*What the exercise asks*
Where the records hold the string "lower", show the whole line it sits on.

*Data to examine*
- Opening Delimiter -
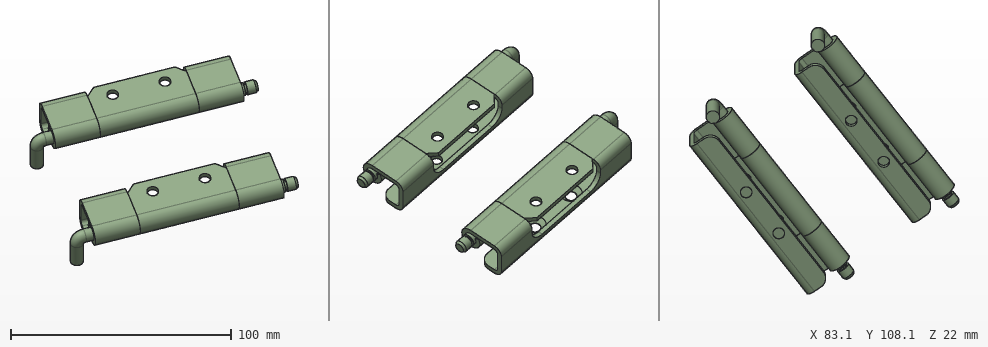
import cadquery as cq
import math


sheet = 2.4
pin_diameter = 6.2
pin_radius = pin_diameter / 2
curl_radius = pin_radius + sheet
curl_end_angle = 149
body_length = 90.0

body_width = 23.9
body_height = 18.9
bend_radius = 4.2
flange_length = 13.1
flange_corner_radius = 5.1
window_length = 47.3
window_depth = 13.4
window_corner_radius = 6.9

leaf_end_gap = 0.1
leaf_setback = 0.8
leaf_chamfer = 4.1

hole_diameter = 5.3
hole_spacing = 25.0
leaf_hole_offset = 7.5
flange_hole_offset = 8.0
countersink_diameter = 10.0
countersink_depth = 2.0

pin_back_overhang = 7.8
pin_front_overhang = 10.3
pin_bend_radius = 3.6
pin_drop = 22.0
pin_tip_chamfer_length = 1.2
pin_tip_chamfer_height = 0.8
head_length = 5.2
groove_width = 1.1
groove_radius = 2.0

hinge_pitch = 59.2

curl_mid_angle = (90 + curl_end_angle - 360) / 2
top = curl_radius
underside = top - sheet
bottom = top - body_height
left = curl_radius - body_width
half_body = body_length / 2
leaf_length = window_length - 2 * leaf_end_gap


def curl_point(radius, angle):
    """Point (x, z) around the pin axis."""
    return radius * math.cos(math.radians(angle)), radius * math.sin(math.radians(angle))


def rolled_plate(left_edge, length):
    """Flat top plate whose right end is rolled around the pin."""
    return (
        cq.Workplane("XZ")
        .moveTo(left_edge, top)
        .lineTo(0, top)
        .threePointArc(curl_point(curl_radius, curl_mid_angle), curl_point(curl_radius, curl_end_angle))
        .lineTo(*curl_point(pin_radius, curl_end_angle))
        .threePointArc(curl_point(pin_radius, curl_mid_angle), (0, underside))
        .lineTo(left_edge, underside)
        .close()
        .extrude(length / 2, both=True)
    )


def side_channel():
    """Left wall with bent corners, ending in the lower flange and a stub of the top plate."""
    flange_end = left + flange_length
    blank = (
        cq.Workplane("XZ")
        .moveTo(flange_end, bottom)
        .lineTo(left, bottom)
        .lineTo(left, top)
        .lineTo(flange_end, top)
        .lineTo(flange_end, underside)
        .lineTo(left + sheet, underside)
        .lineTo(left + sheet, bottom + sheet)
        .lineTo(flange_end, bottom + sheet)
        .close()
        .extrude(half_body, both=True)
    )
    inner_corners = cq.selectors.BoxSelector(
        (left + sheet / 2, -half_body, bottom + sheet / 2),
        (left + 2 * sheet, half_body, top - sheet / 2),
    )
    return (
        blank.edges("|Y and <X")
        .fillet(bend_radius)
        .edges(inner_corners)
        .edges("|Y")
        .fillet(bend_radius - sheet)
    )


def screw_positions(offset):
    """Hole centres at the given distance from the outer side of the bracket."""
    return [(left + offset, side * hole_spacing / 2) for side in (-1, 1)]


def bracket_plate():
    """Rolled top plate of the bracket, parted in the middle to make room for the leaf."""
    leaf_space = cq.Workplane("XY").box(2 * body_width, window_length, 2 * body_height)
    return rolled_plate(left + bend_radius, body_length).cut(leaf_space)


def wall_window():
    """Cutter for the opening in the left wall, rounded at its lower corners."""
    return (
        cq.Workplane("XY")
        .box(2 * body_width, window_length, 2 * window_depth)
        .edges("|X")
        .fillet(window_corner_radius)
        .translate((0, 0, top))
    )


def countersink(x, y):
    """Cone that widens a flange hole towards the inside of the bracket."""
    cone = cq.Solid.makeCone(
        hole_diameter / 2,
        countersink_diameter / 2,
        countersink_depth,
        pnt=cq.Vector(x, y, bottom + sheet - countersink_depth),
    )
    return cq.Workplane(cone)


def make_bracket(countersunk):
    """Fixed bracket: side channel with a window, lower flange with two holes, parted top plate."""
    flange_corners = cq.selectors.BoxSelector(
        (left + flange_length - sheet, -body_length, bottom - sheet),
        (left + flange_length + sheet, body_length, bottom + 2 * sheet),
    )
    channel = side_channel().edges(flange_corners).edges("|Z").fillet(flange_corner_radius)
    bracket = channel.cut(wall_window()).union(bracket_plate())
    holes = cq.Workplane("XY", origin=(0, 0, bottom)).pushPoints(screw_positions(flange_hole_offset))
    bracket = bracket.cut(holes.circle(hole_diameter / 2).extrude(sheet))
    if countersunk:
        for x, y in screw_positions(flange_hole_offset):
            bracket = bracket.cut(countersink(x, y))
    return bracket


def make_leaf():
    """Hinge leaf that turns on the pin inside the window."""
    leaf = rolled_plate(left + leaf_setback, leaf_length)
    leaf = leaf.edges("|Z and <X").chamfer(leaf_chamfer)
    holes = cq.Workplane("XY", origin=(0, 0, top)).pushPoints(screw_positions(leaf_hole_offset))
    return leaf.cut(holes.circle(hole_diameter / 2).extrude(-sheet))


def make_pin():
    """Pin with a grooved, chamfered head and an arm bent down at the front."""
    back = half_body + pin_back_overhang
    arm_y = -half_body - pin_front_overhang + pin_radius
    bend_start = arm_y + pin_bend_radius
    tip = top - pin_drop
    bend_mid = pin_bend_radius * (1 - math.sqrt(0.5))
    path = (
        cq.Workplane("YZ")
        .moveTo(back, 0)
        .lineTo(bend_start, 0)
        .threePointArc((arm_y + bend_mid, -bend_mid), (arm_y, -pin_bend_radius))
        .lineTo(arm_y, tip)
    )
    pin = cq.Workplane("XZ", origin=(0, back, 0)).circle(pin_radius).sweep(path)
    pin = pin.faces(">Y").chamfer(pin_tip_chamfer_length, pin_tip_chamfer_height)
    groove = (
        cq.Workplane("XZ", origin=(0, back - head_length, 0))
        .circle(2 * pin_radius)
        .circle(groove_radius)
        .extrude(groove_width)
    )
    return pin.cut(groove)


bodies = []
for x, countersunk in ((0, True), (hinge_pitch, False)):
    bracket = make_bracket(countersunk)
    leaf = make_leaf()
    pin = make_pin()
    for body in (bracket, leaf, pin):
        bodies.append(body.translate((x, 0, 0)).solids().val())

result = cq.Compound.makeCompound(bodies)
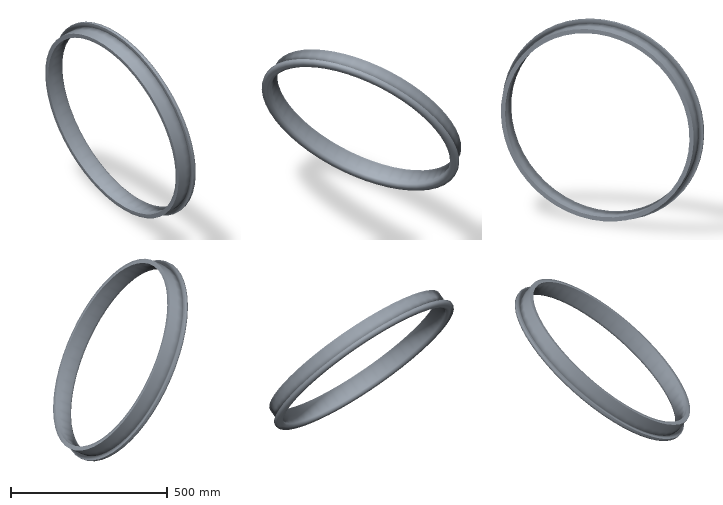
import cadquery as cq

flange_diameter = 688.0
sleeve_diameter = 658.5
bore_diameter = 629.5
total_length = 65.0
flange_thickness = 15.0
flange_land = 5.15
edge_radius = flange_thickness - flange_land

sleeve_length = total_length - flange_thickness


def ring_section():
    """Half section in the YZ plane: first coordinate along Y, second radial."""
    bore_radius = bore_diameter / 2
    sleeve_radius = sleeve_diameter / 2
    flange_radius = flange_diameter / 2
    return (
        cq.Workplane("YZ")
        .moveTo(0, bore_radius)
        .lineTo(0, sleeve_radius)
        .lineTo(sleeve_length, sleeve_radius)
        .lineTo(sleeve_length, flange_radius)
        .lineTo(sleeve_length + flange_land, flange_radius)
        .radiusArc((total_length, flange_radius - edge_radius), edge_radius)
        .lineTo(total_length, bore_radius + edge_radius)
        .radiusArc((total_length - edge_radius, bore_radius), edge_radius)
        .close()
    )


result = ring_section().revolve(360, (0, 0, 0), (1, 0, 0))
- Closing Delimiter -
*Written response*
    """Left wall with bent corners, ending in the lower flange and a stub of the top plate."""
    """Cutter for the opening in the left wall, rounded at its lower corners."""
    """Fixed bracket: side channel with a window, lower flange with two holes, parted top plate."""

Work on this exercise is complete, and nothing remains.